_Problem statement_: Print the listing below again from the line that contains "changed: (116, 22, 632, 174)" onward, keeping every line exact and leaving out the lines before it.

--- START ---

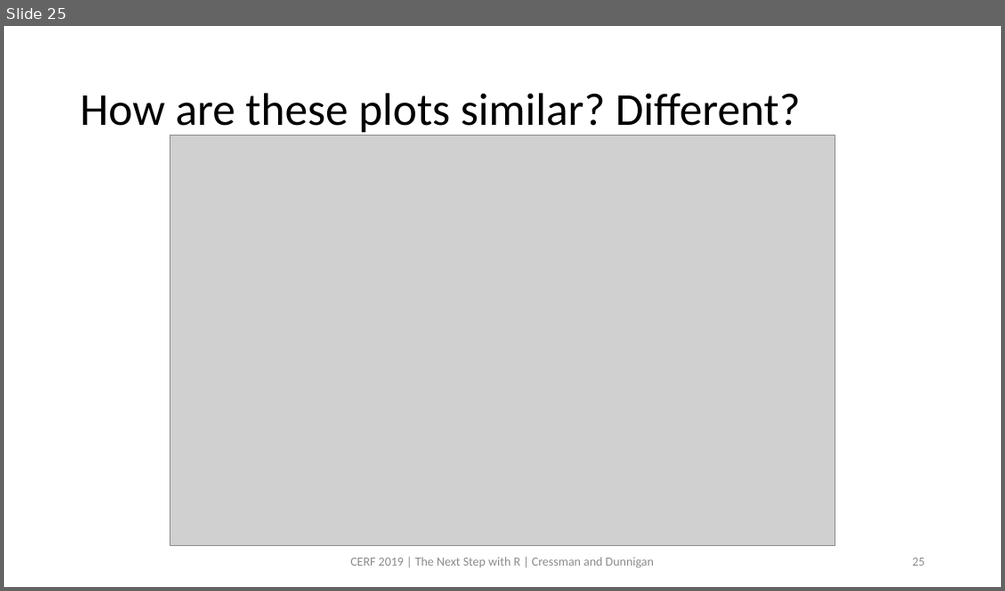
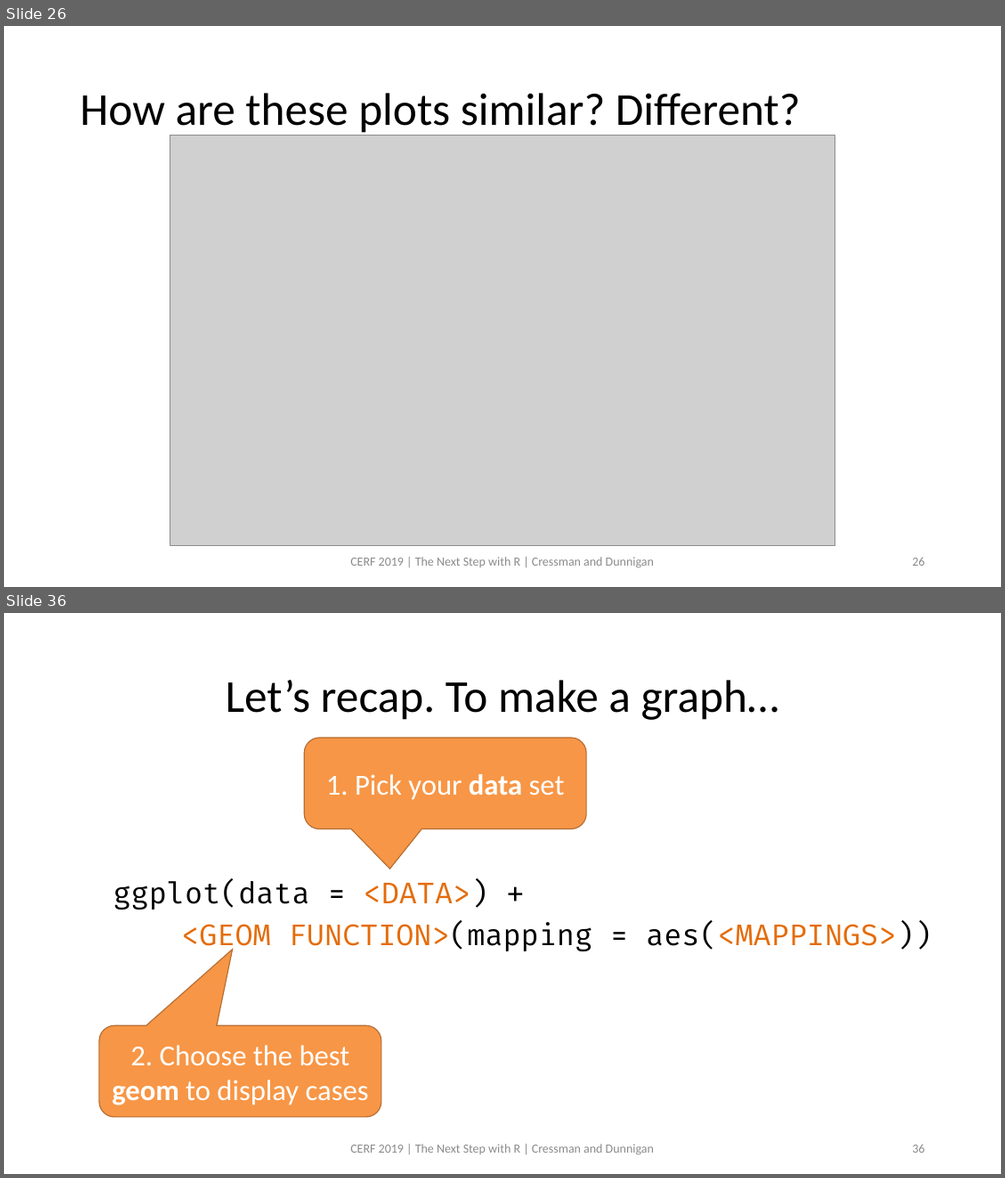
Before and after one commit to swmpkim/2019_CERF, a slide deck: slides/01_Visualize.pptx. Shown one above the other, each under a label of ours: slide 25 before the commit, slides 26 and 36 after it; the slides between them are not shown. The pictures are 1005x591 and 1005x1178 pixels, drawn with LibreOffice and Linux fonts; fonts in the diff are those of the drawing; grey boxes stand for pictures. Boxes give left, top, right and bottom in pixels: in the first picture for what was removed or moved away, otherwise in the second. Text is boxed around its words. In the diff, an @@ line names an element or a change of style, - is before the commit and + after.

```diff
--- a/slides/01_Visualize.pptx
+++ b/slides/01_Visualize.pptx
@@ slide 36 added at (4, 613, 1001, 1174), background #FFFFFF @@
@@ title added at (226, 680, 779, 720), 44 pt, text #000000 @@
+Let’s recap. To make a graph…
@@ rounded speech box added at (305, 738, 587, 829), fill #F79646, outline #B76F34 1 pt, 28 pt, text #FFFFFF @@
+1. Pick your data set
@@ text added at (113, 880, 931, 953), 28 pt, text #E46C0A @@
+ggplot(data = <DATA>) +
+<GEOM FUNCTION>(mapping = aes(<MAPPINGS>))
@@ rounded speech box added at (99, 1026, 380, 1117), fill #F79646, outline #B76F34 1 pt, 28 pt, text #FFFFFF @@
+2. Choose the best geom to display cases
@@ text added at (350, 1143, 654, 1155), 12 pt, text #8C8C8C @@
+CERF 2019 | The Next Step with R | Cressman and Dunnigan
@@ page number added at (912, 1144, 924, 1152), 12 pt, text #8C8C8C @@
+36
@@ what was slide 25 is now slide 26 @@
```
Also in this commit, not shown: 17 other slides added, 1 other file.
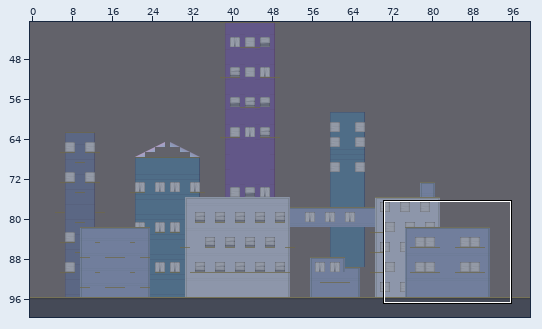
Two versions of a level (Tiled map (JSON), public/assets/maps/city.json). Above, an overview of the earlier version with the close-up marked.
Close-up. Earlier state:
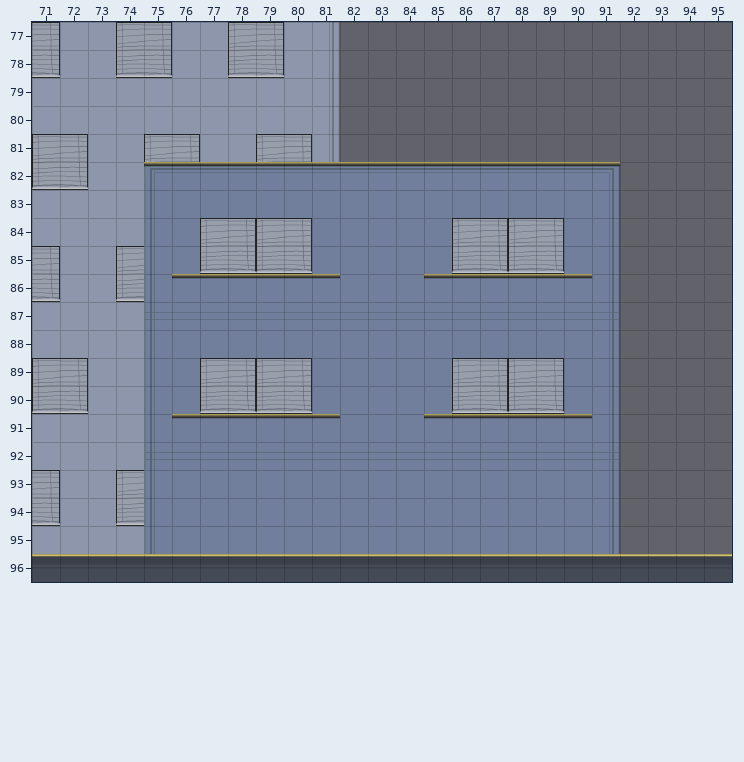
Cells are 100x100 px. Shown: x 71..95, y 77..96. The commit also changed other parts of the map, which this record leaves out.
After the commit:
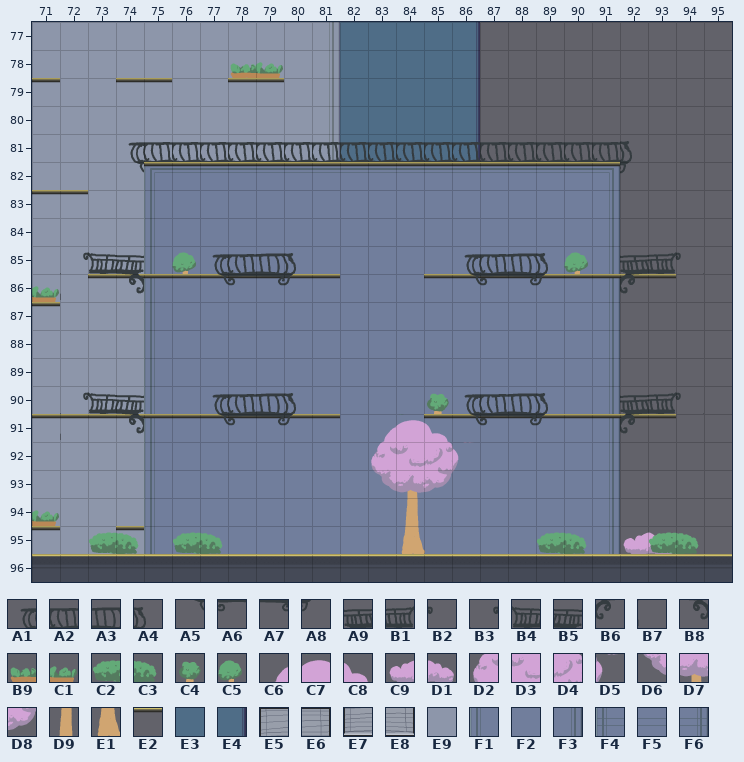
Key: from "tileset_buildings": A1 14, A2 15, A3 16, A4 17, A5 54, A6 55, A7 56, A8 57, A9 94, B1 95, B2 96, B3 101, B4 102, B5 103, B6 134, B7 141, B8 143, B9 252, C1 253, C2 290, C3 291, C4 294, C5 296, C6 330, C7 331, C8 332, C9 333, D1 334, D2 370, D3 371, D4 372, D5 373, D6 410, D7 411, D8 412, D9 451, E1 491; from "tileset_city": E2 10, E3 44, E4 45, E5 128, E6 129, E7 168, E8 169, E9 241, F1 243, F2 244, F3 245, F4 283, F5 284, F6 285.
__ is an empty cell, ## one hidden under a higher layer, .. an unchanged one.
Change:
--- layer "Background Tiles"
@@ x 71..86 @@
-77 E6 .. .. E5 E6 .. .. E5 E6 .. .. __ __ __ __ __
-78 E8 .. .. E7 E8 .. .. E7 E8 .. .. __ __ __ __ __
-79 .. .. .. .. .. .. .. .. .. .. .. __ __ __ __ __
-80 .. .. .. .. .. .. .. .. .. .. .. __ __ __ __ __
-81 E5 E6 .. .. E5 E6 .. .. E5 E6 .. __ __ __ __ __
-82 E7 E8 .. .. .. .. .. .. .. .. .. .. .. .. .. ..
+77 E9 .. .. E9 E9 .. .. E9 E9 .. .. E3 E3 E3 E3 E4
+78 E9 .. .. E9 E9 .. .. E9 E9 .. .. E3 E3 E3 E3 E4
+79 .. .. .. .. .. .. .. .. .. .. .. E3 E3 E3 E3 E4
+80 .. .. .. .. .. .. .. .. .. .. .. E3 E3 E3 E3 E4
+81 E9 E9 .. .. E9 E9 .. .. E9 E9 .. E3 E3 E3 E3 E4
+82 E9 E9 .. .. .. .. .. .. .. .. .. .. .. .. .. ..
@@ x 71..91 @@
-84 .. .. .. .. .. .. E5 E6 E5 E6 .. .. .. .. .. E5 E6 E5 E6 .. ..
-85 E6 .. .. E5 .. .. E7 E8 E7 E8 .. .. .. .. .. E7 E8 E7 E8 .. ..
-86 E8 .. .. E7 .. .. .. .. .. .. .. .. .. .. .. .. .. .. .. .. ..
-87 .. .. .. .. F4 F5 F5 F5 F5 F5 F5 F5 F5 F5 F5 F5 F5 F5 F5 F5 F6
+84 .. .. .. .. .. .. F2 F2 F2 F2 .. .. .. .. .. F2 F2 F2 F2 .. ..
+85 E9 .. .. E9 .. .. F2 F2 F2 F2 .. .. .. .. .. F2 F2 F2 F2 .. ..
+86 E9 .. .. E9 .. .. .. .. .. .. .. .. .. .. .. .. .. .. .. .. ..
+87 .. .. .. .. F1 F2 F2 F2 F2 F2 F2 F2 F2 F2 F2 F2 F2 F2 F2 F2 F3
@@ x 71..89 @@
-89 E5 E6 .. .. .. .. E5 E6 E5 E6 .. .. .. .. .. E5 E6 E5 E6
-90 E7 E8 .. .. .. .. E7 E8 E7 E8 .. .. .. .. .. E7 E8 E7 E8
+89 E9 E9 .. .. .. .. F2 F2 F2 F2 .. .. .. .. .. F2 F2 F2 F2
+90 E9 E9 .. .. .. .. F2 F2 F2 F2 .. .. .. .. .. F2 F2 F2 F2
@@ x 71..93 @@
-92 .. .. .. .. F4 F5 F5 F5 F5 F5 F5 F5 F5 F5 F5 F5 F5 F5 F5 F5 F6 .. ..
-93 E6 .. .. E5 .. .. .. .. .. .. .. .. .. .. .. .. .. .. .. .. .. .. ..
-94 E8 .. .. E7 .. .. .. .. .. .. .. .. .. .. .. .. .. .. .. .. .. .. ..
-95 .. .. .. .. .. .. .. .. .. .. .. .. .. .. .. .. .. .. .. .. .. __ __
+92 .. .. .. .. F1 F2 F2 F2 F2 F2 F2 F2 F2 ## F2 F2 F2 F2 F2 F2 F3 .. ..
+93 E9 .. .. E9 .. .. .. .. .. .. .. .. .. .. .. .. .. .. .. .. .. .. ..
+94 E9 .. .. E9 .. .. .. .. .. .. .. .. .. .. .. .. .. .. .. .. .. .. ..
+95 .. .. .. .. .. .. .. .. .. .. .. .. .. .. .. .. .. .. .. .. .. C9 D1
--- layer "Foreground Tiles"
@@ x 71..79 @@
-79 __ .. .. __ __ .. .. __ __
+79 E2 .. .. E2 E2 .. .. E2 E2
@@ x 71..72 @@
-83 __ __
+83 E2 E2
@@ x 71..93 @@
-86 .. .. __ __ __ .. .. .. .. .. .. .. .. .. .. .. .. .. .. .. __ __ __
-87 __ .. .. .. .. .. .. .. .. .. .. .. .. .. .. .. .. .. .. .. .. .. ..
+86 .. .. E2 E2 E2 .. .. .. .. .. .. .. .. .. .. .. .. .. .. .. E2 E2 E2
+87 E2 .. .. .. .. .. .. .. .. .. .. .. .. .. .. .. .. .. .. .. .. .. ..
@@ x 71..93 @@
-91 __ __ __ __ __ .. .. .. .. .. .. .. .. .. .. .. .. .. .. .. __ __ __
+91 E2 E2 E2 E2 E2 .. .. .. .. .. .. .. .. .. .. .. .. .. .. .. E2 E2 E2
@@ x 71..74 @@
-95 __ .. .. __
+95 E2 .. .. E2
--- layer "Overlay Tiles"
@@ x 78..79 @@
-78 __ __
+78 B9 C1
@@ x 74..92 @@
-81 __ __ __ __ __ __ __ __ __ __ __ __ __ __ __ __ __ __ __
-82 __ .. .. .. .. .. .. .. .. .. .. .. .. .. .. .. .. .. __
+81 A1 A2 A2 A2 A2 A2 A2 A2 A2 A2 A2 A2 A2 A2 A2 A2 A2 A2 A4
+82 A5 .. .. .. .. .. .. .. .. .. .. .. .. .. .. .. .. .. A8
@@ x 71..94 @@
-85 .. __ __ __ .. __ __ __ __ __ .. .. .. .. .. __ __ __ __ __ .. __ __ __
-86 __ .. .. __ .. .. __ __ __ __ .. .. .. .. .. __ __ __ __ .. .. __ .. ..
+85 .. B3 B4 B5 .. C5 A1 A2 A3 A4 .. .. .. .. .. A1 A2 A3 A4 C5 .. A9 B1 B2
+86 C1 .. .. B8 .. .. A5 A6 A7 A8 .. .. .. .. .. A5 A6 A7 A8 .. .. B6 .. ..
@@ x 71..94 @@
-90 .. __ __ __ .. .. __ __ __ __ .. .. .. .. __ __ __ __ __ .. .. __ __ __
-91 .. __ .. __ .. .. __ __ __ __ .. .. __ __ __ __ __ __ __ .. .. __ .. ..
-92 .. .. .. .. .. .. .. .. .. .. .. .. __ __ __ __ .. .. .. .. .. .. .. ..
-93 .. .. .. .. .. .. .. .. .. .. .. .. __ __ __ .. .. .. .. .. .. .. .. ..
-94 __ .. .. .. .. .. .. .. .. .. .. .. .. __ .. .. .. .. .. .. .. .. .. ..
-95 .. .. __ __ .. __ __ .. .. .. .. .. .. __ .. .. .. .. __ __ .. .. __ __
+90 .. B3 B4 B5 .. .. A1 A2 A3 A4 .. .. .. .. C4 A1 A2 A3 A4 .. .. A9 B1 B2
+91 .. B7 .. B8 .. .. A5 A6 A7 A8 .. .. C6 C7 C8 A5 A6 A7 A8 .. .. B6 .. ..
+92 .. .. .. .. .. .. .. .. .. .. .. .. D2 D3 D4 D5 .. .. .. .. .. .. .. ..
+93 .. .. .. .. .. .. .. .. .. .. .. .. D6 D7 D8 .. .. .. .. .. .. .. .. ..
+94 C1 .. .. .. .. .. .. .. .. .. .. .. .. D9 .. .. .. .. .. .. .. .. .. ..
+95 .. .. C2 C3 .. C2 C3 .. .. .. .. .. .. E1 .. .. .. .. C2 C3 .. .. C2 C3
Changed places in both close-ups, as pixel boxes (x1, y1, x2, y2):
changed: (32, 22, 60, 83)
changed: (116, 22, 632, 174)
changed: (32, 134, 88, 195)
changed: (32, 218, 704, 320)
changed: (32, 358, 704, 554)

--- END ---

_Result of this exercise_:
changed: (116, 22, 632, 174)
changed: (32, 134, 88, 195)
changed: (32, 218, 704, 320)
changed: (32, 358, 704, 554)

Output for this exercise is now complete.